Records drawn from a dataset
Segment Open

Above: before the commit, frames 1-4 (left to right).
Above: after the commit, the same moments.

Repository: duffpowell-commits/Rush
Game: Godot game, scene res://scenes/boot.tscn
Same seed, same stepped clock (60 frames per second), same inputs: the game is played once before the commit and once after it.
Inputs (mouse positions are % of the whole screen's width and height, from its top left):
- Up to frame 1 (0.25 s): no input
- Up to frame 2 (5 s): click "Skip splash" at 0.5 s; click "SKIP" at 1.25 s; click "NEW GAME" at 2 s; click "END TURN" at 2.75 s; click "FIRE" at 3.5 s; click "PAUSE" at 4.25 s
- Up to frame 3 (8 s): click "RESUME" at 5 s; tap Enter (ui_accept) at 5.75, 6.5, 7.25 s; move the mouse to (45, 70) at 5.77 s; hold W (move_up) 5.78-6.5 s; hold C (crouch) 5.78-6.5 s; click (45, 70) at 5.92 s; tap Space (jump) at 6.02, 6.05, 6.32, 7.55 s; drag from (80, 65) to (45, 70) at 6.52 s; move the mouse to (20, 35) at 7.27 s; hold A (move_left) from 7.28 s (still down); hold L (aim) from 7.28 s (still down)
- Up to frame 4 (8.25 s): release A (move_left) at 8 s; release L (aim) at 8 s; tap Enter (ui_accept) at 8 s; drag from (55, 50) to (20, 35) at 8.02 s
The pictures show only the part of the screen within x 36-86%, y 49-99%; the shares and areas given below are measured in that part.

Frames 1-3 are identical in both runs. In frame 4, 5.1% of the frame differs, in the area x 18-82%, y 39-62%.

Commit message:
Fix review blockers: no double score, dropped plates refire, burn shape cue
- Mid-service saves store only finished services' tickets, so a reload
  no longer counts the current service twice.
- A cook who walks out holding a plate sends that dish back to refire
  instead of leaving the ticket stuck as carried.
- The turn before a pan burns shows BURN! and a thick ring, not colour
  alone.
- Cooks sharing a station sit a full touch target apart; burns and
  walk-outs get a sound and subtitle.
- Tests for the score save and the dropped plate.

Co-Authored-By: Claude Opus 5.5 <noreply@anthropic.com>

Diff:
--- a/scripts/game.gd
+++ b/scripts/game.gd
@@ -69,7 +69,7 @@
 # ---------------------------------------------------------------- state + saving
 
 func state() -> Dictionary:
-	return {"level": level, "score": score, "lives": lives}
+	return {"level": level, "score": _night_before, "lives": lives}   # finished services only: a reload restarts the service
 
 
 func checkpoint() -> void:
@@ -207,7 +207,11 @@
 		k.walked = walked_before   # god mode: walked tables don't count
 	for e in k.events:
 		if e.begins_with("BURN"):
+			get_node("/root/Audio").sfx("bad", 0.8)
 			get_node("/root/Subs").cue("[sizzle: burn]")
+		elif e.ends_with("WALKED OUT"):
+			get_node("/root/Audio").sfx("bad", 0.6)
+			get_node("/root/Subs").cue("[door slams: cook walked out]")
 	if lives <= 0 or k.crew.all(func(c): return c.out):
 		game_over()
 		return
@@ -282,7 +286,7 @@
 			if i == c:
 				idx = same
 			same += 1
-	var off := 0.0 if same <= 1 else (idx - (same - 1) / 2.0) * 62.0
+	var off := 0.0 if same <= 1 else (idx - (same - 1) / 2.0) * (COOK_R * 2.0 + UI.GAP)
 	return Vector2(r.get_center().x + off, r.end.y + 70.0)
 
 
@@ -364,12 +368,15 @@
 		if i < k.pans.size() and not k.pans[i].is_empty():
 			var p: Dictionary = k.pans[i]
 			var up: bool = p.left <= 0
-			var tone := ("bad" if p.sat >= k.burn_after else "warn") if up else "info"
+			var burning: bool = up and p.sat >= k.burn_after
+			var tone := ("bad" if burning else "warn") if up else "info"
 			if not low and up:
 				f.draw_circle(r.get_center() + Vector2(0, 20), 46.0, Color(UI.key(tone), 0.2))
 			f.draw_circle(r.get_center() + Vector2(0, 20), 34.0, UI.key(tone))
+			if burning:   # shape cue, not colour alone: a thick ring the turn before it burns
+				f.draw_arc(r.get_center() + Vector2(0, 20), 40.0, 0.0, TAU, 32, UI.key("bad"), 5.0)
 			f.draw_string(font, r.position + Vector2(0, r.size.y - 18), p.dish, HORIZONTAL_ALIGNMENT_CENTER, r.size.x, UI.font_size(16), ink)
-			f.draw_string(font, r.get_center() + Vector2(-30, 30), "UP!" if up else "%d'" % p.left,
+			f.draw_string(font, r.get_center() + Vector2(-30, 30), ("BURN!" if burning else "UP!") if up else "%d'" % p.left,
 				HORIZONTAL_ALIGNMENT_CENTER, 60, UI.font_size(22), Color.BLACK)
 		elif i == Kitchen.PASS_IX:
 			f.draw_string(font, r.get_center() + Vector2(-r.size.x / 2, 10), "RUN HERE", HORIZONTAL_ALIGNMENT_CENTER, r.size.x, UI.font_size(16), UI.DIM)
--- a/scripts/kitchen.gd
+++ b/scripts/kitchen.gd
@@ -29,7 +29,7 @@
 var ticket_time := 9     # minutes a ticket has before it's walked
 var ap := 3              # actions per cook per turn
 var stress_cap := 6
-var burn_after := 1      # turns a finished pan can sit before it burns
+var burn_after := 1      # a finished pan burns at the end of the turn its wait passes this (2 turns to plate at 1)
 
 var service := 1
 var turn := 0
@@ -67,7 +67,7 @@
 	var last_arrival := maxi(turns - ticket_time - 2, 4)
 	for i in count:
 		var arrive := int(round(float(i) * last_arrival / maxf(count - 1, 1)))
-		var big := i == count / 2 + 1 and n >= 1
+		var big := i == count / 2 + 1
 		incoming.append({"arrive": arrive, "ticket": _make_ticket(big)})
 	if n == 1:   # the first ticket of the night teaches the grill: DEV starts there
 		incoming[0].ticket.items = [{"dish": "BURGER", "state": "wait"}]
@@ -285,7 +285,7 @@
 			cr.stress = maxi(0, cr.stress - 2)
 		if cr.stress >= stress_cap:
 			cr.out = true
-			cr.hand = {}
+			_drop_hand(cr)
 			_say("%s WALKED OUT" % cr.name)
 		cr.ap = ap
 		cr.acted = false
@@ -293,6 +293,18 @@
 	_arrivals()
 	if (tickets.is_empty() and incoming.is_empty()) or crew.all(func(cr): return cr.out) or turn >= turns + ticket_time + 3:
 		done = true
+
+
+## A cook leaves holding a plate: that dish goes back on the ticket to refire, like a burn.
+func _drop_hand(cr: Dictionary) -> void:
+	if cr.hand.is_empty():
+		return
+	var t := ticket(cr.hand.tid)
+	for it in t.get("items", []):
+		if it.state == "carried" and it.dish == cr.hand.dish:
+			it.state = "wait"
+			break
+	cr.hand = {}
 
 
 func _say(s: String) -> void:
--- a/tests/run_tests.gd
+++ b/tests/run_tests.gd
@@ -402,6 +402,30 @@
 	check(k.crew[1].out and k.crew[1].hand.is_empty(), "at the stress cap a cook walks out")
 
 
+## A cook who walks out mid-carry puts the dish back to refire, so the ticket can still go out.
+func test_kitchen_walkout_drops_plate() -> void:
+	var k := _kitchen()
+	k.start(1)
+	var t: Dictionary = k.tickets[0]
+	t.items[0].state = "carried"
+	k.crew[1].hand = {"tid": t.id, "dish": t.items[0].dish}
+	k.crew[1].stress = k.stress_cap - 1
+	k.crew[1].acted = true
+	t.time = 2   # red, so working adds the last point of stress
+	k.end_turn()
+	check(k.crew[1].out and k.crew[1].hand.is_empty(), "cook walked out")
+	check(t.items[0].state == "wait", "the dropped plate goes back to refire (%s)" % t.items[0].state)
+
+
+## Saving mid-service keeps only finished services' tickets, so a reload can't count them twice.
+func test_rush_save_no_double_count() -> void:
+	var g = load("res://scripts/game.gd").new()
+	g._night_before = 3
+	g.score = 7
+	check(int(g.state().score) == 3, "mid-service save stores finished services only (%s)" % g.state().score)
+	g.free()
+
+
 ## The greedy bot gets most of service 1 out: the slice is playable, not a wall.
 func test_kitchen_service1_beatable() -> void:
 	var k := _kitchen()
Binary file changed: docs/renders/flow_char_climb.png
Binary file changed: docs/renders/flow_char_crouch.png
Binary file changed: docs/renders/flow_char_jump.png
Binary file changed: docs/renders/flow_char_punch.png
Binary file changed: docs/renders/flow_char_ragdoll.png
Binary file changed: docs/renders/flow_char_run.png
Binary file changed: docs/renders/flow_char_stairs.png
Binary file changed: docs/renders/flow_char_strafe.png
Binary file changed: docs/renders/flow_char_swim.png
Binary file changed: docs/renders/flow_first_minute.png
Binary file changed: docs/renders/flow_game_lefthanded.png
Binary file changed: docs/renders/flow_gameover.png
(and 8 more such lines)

Segment Closed

• **Task prompt**:
Some lines in the data above hold the string "lives". Find and copy each of them.

• **Response below**:
-	return {"level": level, "score": score, "lives": lives}
+	return {"level": level, "score": _night_before, "lives": lives}   # finished services only: a reload restarts the service
 	if lives <= 0 or k.crew.all(func(c): return c.out):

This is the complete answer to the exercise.